Fried egg with cheddar melted on top, coffee (with almond milk creamer)


----------



## LyceeFruit PE (Sep 10, 2019)

coffee, fruit smoothie because i got kale in my CSA, superhero muffins


----------



## Supe (Sep 10, 2019)

Supe said:


> Turkey sausage, egg, and cheese on an English muffin (Mrs. Supe went shopping at Lidl and bought a bunch),  black coffee, and some kind of energy drink from Lidl also.


Again.


----------



## Supe (Sep 12, 2019)

Scrambled egg quesadilla (single tortilla folded in half) with jalapeno (screaming hot from the garden), onion, and Taco Bell Diablo sauce.  Black coffee.

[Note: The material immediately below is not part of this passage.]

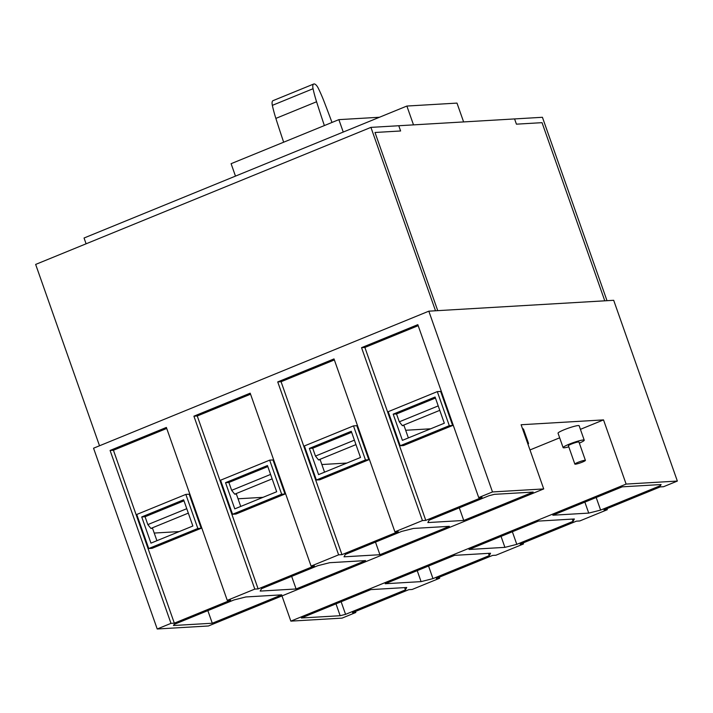 <?xml version="1.0" encoding="UTF-8"?>
<svg xmlns="http://www.w3.org/2000/svg" width="713" height="713" viewBox="0 0 713 713"><rect width="100%" height="100%" fill="white"/><g stroke="black" fill="none" stroke-linecap="round" stroke-linejoin="round"><path stroke-width="1.07" d="M324.37 125.568A597.637 227.402 -112.2 0 1 316.572 101.763A64.348 24.483 -112.2 0 1 313.052 88.724A6.996 2.665 -112.2 0 1 313.747 84.009A6.996 2.665 -112.2 0 1 318.372 88.403A64.348 24.483 -112.2 0 1 323.996 101.317A597.637 227.402 -112.2 0 1 331.991 122.449M283.658 142.208A597.637 227.402 -112.2 0 1 275.86 118.403A64.348 24.483 -112.2 0 1 272.339 105.364A6.996 2.665 -112.2 0 1 273.034 100.649L313.747 84.009M379.468 117.253L338.871 119.641L231.101 163.687L235.477 176.111M370.929 127.377L398.763 125.738L400.608 130.978L375.002 132.484L400.608 130.978L398.763 125.738L514.581 118.928L516.426 124.169L542.04 122.663L604.776 300.815L437.737 310.645L375.002 132.484L437.737 310.645L435.509 310.779L370.929 127.377L35.65 264.425L99.517 445.777M604.776 300.815L542.04 122.663L516.426 124.169L514.581 118.928L542.424 117.288L607.004 300.69L604.776 300.815M463.619 121.923L456.988 103.1L406.873 106.05L413.504 124.873M86.095 243.801L84.054 238.008L406.873 106.05M338.871 119.641L343.247 132.057M189.186 494.207L201.173 528.271L197.84 528.467L185.843 494.403L189.186 494.207M201.173 528.271L152.083 548.333L148.741 548.529L197.84 528.467M148.741 548.529L136.744 514.474L185.843 494.403M183.99 500.829L145.069 516.738L141.727 516.934L183.633 499.804L192.858 526.007L150.951 543.137L141.727 516.934M440.643 391.428L452.63 425.483L449.297 425.679L437.301 391.624L440.643 391.428M452.63 425.483L403.54 445.554L400.198 445.75L449.297 425.679M400.198 445.75L388.202 411.686L437.301 391.624M435.447 398.041L396.526 413.959L393.184 414.155L435.09 397.025L444.315 423.219L402.408 440.349L393.184 414.155M272.999 459.947L284.995 494.011L281.653 494.207L269.666 460.143L272.999 459.947M284.995 494.011L235.905 514.073L232.563 514.269L281.653 494.207M232.563 514.269L220.567 480.214L269.666 460.143M267.812 466.569L228.882 482.478L225.54 482.674L267.455 465.544L276.68 491.747L234.773 508.877L225.54 482.674M439.306 577.2L439.663 578.225L412.123 589.482L408.781 589.678L352.507 612.681L355.84 612.485L355.484 611.469M281.974 595.916L290.851 621.13L342.071 618.118L355.84 612.485M677.35 481.07L613.688 300.298L428.825 311.171L492.487 491.943L543.716 488.931L521.114 424.743L603.519 419.895L626.121 484.082L677.35 481.07L663.58 486.703L660.238 486.899L603.964 509.902L607.298 509.706L606.941 508.681M439.663 578.225L436.32 578.421L492.603 555.418L495.945 555.222L523.485 543.966L520.142 544.162L576.416 521.158L579.758 520.962L607.298 509.706M523.485 543.966L523.119 542.941M529.991 449.948L559.669 437.818M580.409 429.342L603.519 419.895M290.851 621.13L626.121 484.082M428.825 311.171L93.555 448.21L157.216 628.991L208.437 625.978L543.716 488.931M579.339 443.13A11.194 1.337 160.6 0 0 584.232 440.179L579.161 425.777A11.194 1.337 160.6 0 0 578.181 425.572A11.194 1.337 160.6 0 0 566.104 428.985A11.194 1.337 160.6 0 0 558.047 433.21L563.118 447.621A11.194 1.337 160.6 0 0 564.099 447.817A11.194 1.337 160.6 0 0 568.787 446.846M527.959 444.19A11.194 1.337 160.6 0 0 528.547 443.459L523.476 429.048A11.194 1.337 160.6 0 0 522.558 428.852M157.216 628.991L170.986 623.358L110.087 450.447L166.37 427.444L227.26 600.355L254.799 589.098L193.909 416.178L250.192 393.175L311.082 566.095L338.622 554.839L277.731 381.918L334.005 358.915L394.904 531.836L422.444 520.579L361.544 347.659L417.827 324.656L478.717 497.576L492.487 491.943M584.232 440.179A11.194 1.337 160.6 0 0 583.252 439.983A11.194 1.337 160.6 0 0 571.175 443.397A11.194 1.337 160.6 0 0 563.118 447.621M528.547 443.459A11.194 1.337 160.6 0 0 527.629 443.254M166.726 428.46L113.429 450.251L174.328 623.162L230.602 600.159L227.26 600.355M174.328 623.162L170.986 623.358M110.087 450.447L113.429 450.251M418.183 325.681L364.887 347.463L425.786 520.383L482.059 497.371L478.717 497.576M425.786 520.383L422.444 520.579M361.544 347.659L364.887 347.463M394.904 531.836L398.237 531.64L341.964 554.643L281.074 381.722L334.37 359.94M356.821 425.688L368.817 459.742L319.718 479.813L316.376 480.009L304.389 445.955L353.479 425.884L356.821 425.688M338.622 554.839L341.964 554.643M277.731 381.918L281.074 381.722M250.548 394.2L197.251 415.982L258.142 588.902L314.424 565.899L311.082 566.095M258.142 588.902L254.799 589.098M193.909 416.178L197.251 415.982M585.409 460.384L578.956 442.042A5.597 0.668 160.6 0 0 578.466 441.944A5.597 0.668 160.6 0 0 572.432 443.646A5.597 0.668 160.6 0 0 568.404 445.759L574.856 464.101A5.597 0.668 160.6 0 0 575.346 464.199A5.597 0.668 160.6 0 0 581.38 462.496A5.597 0.668 160.6 0 0 585.409 460.384A5.597 0.668 160.6 0 0 584.927 460.286A5.597 0.668 160.6 0 0 578.885 461.988A5.597 0.668 160.6 0 0 574.856 464.101M316.376 480.009L365.475 459.947L368.817 459.742M353.479 425.884L365.475 459.947M309.362 448.415L351.268 431.285L360.502 457.479L318.586 474.608L309.362 448.415L312.704 448.219L351.634 432.301M379.922 554.714L449.368 526.328L413.469 528.44L401.579 531.443L345.306 554.447L344.022 556.826L379.922 554.714L375.484 542.112M501.043 536.381L504.911 547.361L469.011 549.473L538.458 521.087L574.357 518.975L573.083 521.355L572.281 519.1M552.833 515.214L622.28 486.827L661.076 484.546L660.488 485.624L600.622 510.098L588.733 513.102L552.833 515.214M212.287 623.233L281.733 594.847L245.833 596.959L233.944 599.963L174.07 624.436L173.491 625.515L212.287 623.233L207.848 610.631M417.221 570.641L421.089 581.621L385.189 583.733L454.644 555.347L490.544 553.235L489.261 555.614L488.467 553.359M296.1 588.974L365.555 560.587L329.656 562.7L317.766 565.703L261.484 588.706L260.2 591.086L296.1 588.974L291.662 576.371M463.744 520.454L533.19 492.059L494.394 494.341L488.993 495.713L429.119 520.187L427.845 522.567L463.744 520.454L459.306 507.843M335.983 603.849L340.163 615.711L301.376 617.993L370.822 589.606L406.722 587.494L405.439 589.874L404.645 587.619M512.362 531.755L516.8 544.358L504.911 547.361M573.083 521.355L516.8 544.358M428.54 566.015L432.978 578.617L421.089 581.621M489.261 555.614L432.978 578.617M346.848 463.058L321.857 464.528M324.549 472.175L320.199 459.814L318.524 459.912L315.467 456.079L312.704 448.219M584.865 502.121L588.733 513.102M596.184 497.496L600.622 510.098M263.026 497.326L238.035 498.788M272.143 478.869L234.711 494.171L236.377 494.073L240.736 506.435M430.67 428.798L405.679 430.269M439.778 410.34L402.346 425.643L404.013 425.545L408.371 437.916M341.135 601.745L345.573 614.348L340.163 615.711M405.439 589.874L345.573 614.348M660.488 485.624L660.131 484.599M179.213 531.586L154.222 533.057M188.321 513.128L150.889 528.431L152.555 528.333L156.913 540.695M354.397 440.162L315.467 456.079M355.965 444.609L318.524 459.912M234.711 494.171L231.654 490.339L228.882 482.478M270.584 474.421L231.654 490.339M402.346 425.643L399.289 421.811L396.526 413.959M438.219 405.902L399.289 421.811M150.889 528.431L147.832 524.599L145.069 516.738M186.761 508.69L147.832 524.599M316.572 101.763L275.86 118.403M313.052 88.724L272.339 105.364"/></g></svg>

In hindsight, the choice of toppings and condiments was not a great idea.


----------



## LyceeFruit PE (Sep 13, 2019)

leftover beef vermicelli from lunch yesterday


----------



## Supe (Sep 16, 2019)

Plain bagel with jalapeno cream cheese (5:15 am), scrambled eggs (7:30 am), black coffee.


----------



## LyceeFruit PE (Sep 16, 2019)

yogurt, raspberries, granola, coffee


----------



## Supe (Sep 18, 2019)

Cinnamon apple nutrigrain bar at 6:00, scrambled eggs at 7:30, black coffee.


----------



## Supe (Sep 19, 2019)

Three eggs, onions, and a slice of cheese in a folded tortilla, black coffee.


----------



## chart94 PE (Sep 19, 2019)

black coffee, two eggs overeasy


----------



## LyceeFruit PE (Sep 19, 2019)

coffee, raspberries, granola, greek yogurt


----------



## Ble_PE (Sep 19, 2019)

Yogurt and cereal with black coffee.


----------



## leggo PE (Sep 19, 2019)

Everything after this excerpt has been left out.